Making data ‘sexy’ to employees
Rather than simply directing employees to use GenAI to complete their work more quickly, the sell to Swarovski’s more than 18,000 employees, with operations in 140 countries, was that the GenAI adoption would allow them to do work that previously had been out of reach. The technology amplifies and scales professional judgment rather than replacing it, and the leadership team’s communication and actions were consistent with this idea. As Sonderegger put it: “AI will never replace human creativity. It can just support human creativity, even supercharge human creativity.”
Sonderegger noted that one use case had failed initially: an attempt to create 3D designs from 2D sketches. By working closely with the design team, they were able to determine that the technology was not yet up to the task. However, she noted that as technology continues to advance, they may revisit that use case. Sonderegger said: “It’s a journey, but it’s clear for us that we are a brand where human design and creativity must stay at the center. That’s our essence.”
Working with the HR department was critical to widespread adoption. Employee trust grew incrementally, earned through visible improvements in day-to-day work. Employees could make decisions guided by evidence rather than hierarchy, reinforcing their sense of ownership and professional identity. Scaling this transformation required investment not only in platforms, but in people.
Swarovski embedded 50 AI “champions” or “ambassadors” across business functions to support colleagues, acting as local enablers rather than technical experts. These self-nominated champions leveraged training from large tech companies including Microsoft, Google, or AWS, and then the team used these champions as force multipliers across their various functions. The role of the champions was to support colleagues in their work, experiment with tools such as Microsoft 365 Copilot, identify problems the AI could help solve, and act as a bridge between their function and the central data and AI team.

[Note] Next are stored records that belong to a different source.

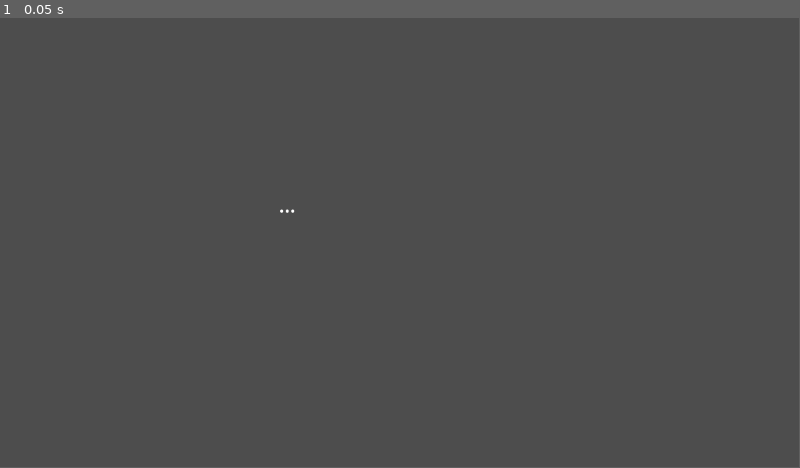
Above: before the commit, frame 1.
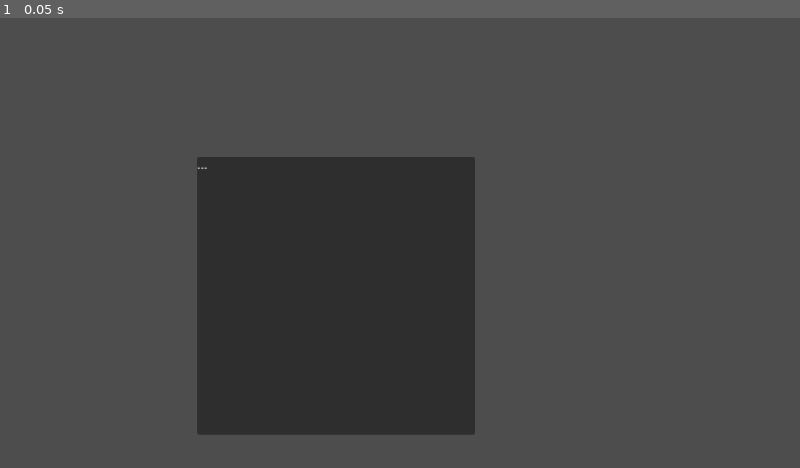
Above: after the commit, the same moment.

Repository: V-Sekai/godot-whisper
Game: Godot game, scene res://mic test.tscn
Same seed, same stepped clock (60 frames per second), same inputs: the game is played once before the commit and once after it.
Inputs:
- Up to frame 1 (0.05 s): no input
In our replay, the window is 799x449 before the commit and 800x450 after it. These sizes can differ from the game's own. Grey fills any space a smaller window leaves; there, only what the larger window draws over its background counts as a difference.

The runs differ from the first frame. In frame 1, 21% of the frame differs, in the area x 24-60%, y 30-93%.
Error before the commit: Parse Error: Could not find type "SpeechToText" in the current scope. (res://test.gd:11)

Commit message:
update double build. Also add support for language model (#15)
* update double build

* fix build

* add language and language model resources

* upd

* Update README.md

* Update README.md

* update 123

Diff:
--- a/demo/mic test.tscn
+++ b/demo/mic test.tscn
@@ -1,32 +1,54 @@
-[gd_scene load_steps=5 format=3 uid="uid://dibqfutwftm8j"]
+[gd_scene load_steps=6 format=3 uid="uid://dibqfutwftm8j"]
 
-[ext_resource type="Script" path="res://test.gd" id="1_gio36"]
+[ext_resource type="WhisperResource" path="res://addons/godot_whisper/models/gglm-small.bin" id="1_43agh"]
+[ext_resource type="Script" path="res://addons/godot_whisper/capture_stream_to_text.gd" id="1_gio36"]
 [ext_resource type="AudioStream" uid="uid://cuybt83bwegoq" path="res://jfk.wav" id="2_ljgdb"]
 [ext_resource type="Script" path="res://test_display.gd" id="3_r84sk"]
 
 [sub_resource type="AudioStreamMicrophone" id="AudioStreamMicrophone_rhq81"]
 
-[node name="AudioStreamToText" type="Node2D"]
-script = ExtResource("1_gio36")
+[node name="CaptureStreamToText" type="Node2D"]
 
 [node name="AudioStreamPlayer" type="AudioStreamPlayer" parent="."]
 stream = SubResource("AudioStreamMicrophone_rhq81")
 bus = &"Record"
 
 [node name="SpeechToText" type="SpeechToText" parent="."]
+language_model = ExtResource("1_43agh")
+audio_duration = 4
+script = ExtResource("1_gio36")
+language_model_path = "small.en"
+time_taken = null
 
 [node name="AudioStreamPlayer2" type="AudioStreamPlayer" parent="."]
 stream = ExtResource("2_ljgdb")
 autoplay = true
 bus = &"Record"
 
-[node name="Label" type="Label" parent="."]
-offset_left = 402.0
-offset_top = 248.0
-offset_right = 442.0
-offset_bottom = 271.0
-theme_override_font_sizes/font_size = 30
+[node name="Panel" type="Panel" parent="."]
+custom_minimum_size = Vector2(400, 400)
+offset_left = 284.0
+offset_top = 200.0
+offset_right = 684.0
+offset_bottom = 600.0
+
+[node name="Label" type="RichTextLabel" parent="Panel"]
+custom_minimum_size = Vector2(400, 400)
+layout_mode = 1
+anchors_preset = 8
+anchor_left = 0.5
+anchor_top = 0.5
+anchor_right = 0.5
+anchor_bottom = 0.5
+offset_left = -200.0
+offset_top = -200.0
+offset_right = 200.0
+offset_bottom = 200.0
+grow_horizontal = 2
+grow_vertical = 2
+size_flags_horizontal = 4
+bbcode_enabled = true
 text = "..."
 script = ExtResource("3_r84sk")
 
-[connection signal="text_updated" from="." to="Label" method="_on_audio_stream_to_text_text_updated"]
+[connection signal="text_updated" from="SpeechToText" to="Panel/Label" method="_on_speech_to_text_text_updated"]
--- a/demo/project.godot
+++ b/demo/project.godot
@@ -10,7 +10,7 @@
 
 [application]
 
-config/name="Speech Voip Demo"
+config/name="Whisper Test"
 run/main_scene="res://mic test.tscn"
 config/features=PackedStringArray("4.2")
 config/icon="res://icon.png"
@@ -20,6 +20,10 @@
 driver/enable_input=true
 enable_audio_input=true
 mix_rate=48000
+
+[display]
+
+window/stretch/mode="canvas_items"
 
 [editor_plugins]
 
--- a/demo/test.gd
+++ /dev/null
@@ -1,62 +0,0 @@
-extends Node2D
-
-signal text_updated(text: String)
-
-@export var interval := 5.0
-@export var keep_interval := 2.0
-@export var text := ""
-@export var tokens: Array
-@onready var idx = AudioServer.get_bus_index("Record")
-@onready var effect_capture := AudioServer.get_bus_effect(idx, 0) as AudioEffectCapture
-@onready var speech_to_text : SpeechToText = $SpeechToText
-var buffer_full : PackedVector2Array
-
-func _ready():
-	if effect_capture.buffer_length < interval:
-		push_warning("buffer_length smaller than interval.")
-		interval = effect_capture.buffer_length
-	speech_to_text.duration_ms = int(interval * 1000)
-
-func merge_with_old_tokens(new_tokens: Array):
-	var offset := int((interval - keep_interval) * 100)
-	var last_word_deleted := ""
-	for i in range(tokens.size()-1, -1, -1):
-		# remove from here as they are positive
-		if tokens[i]["t0"] - offset < 0:
-			tokens = tokens.slice(0, i + 1)
-			last_word_deleted = tokens[i]["text"]
-			break
-	#tokens_to_text(tokens)
-	#tokens_to_text(new_tokens)
-	#tokens_to_text(new_tokens)
-	tokens.append_array(new_tokens)
-
-
-func tokens_to_text(speech_tokens):
-	text = ""
-	for token in speech_tokens:
-		text += token["text"]
-	print("Text: ... ", text, " ...")
-
-func _thread_function(buffer):
-	var new_tokens :Array= speech_to_text.transcribe(buffer)
-	new_tokens = new_tokens.filter(func (token): return !("[" in token["text"]) && !("<" in token["text"]))
-	if !tokens.is_empty():
-		merge_with_old_tokens(new_tokens)
-	else:
-		tokens = new_tokens
-	tokens_to_text(tokens)
-	#call_deferred()
-	#text_updated.emit(text)
-
-func _process(_delta):
-	var buffer: PackedVector2Array = effect_capture.get_buffer(effect_capture.get_frames_available())
-	buffer_full.append_array(buffer)
-	var mix_rate : int = ProjectSettings.get_setting("audio/driver/mix_rate")
-	var total_len := int(mix_rate * interval)
-	var keep_len := int(mix_rate * keep_interval)
-	if buffer_full.size() > total_len:
-		buffer_full.slice(buffer_full.size() - total_len)
-		var thread = Thread.new()
-		thread.start(_thread_function.bind(buffer_full.duplicate()))
-		buffer_full = buffer_full.slice(buffer_full.size() - keep_len, buffer_full.size())
--- a/demo/test_display.gd
+++ b/demo/test_display.gd
@@ -1,5 +1,5 @@
-extends Label
+extends RichTextLabel
 
 
-func _on_audio_stream_to_text_text_updated(text):
-	text = text
+func _on_speech_to_text_text_updated(total_time, p_text, new_text):
+	text = str(total_time) + ":" + p_text + "[color=orange]" + new_text + "[/color]"
Not shown, changed: .github/workflows/macos_builds.yml
Not shown, changed: .gitignore
Not shown, changed: README.md
Not shown, changed: SConstruct
Not shown, removed: bin/addons/godot_whisper/bin/libgodot_whisper.macos.template_debug.framework/Resources/Info.plist
Not shown, added: bin/addons/godot_whisper/bin/libgodot_whisper.macos.template_release.double.universal.framework/Resources/Info.plist
Not shown, removed: bin/addons/godot_whisper/bin/libgodot_whisper.macos.template_release.framework/Resources/Info.plist
Not shown, added: bin/addons/godot_whisper/bin/libgodot_whisper.macos.template_release.universal.framework/Resources/Info.plist
Not shown, changed: bin/addons/godot_whisper/godot_whisper.gdextension
Not shown, changed: demo/addons/godot_whisper/models/ggml-tiny.bin
Not shown, changed: demo/addons/godot_whisper/models/ggml-tiny.en.bin
Not shown, changed: scripts/build.sh
(and 7 more such lines)

Training was designed in tiers. All employees completed role‑appropriate AI literacy training, while AI champions received additional instruction through onboarding materials, early access to AI tools, and peer exchanges. Peer dialogue and experimentation were core to the model, which the leadership team had heard from other companies was one of the most effective ways to drive adoption. AI champions shared examples and lessons learned, while live demonstrations in community channels and quarterly exchanges ensured AI capability spread organically.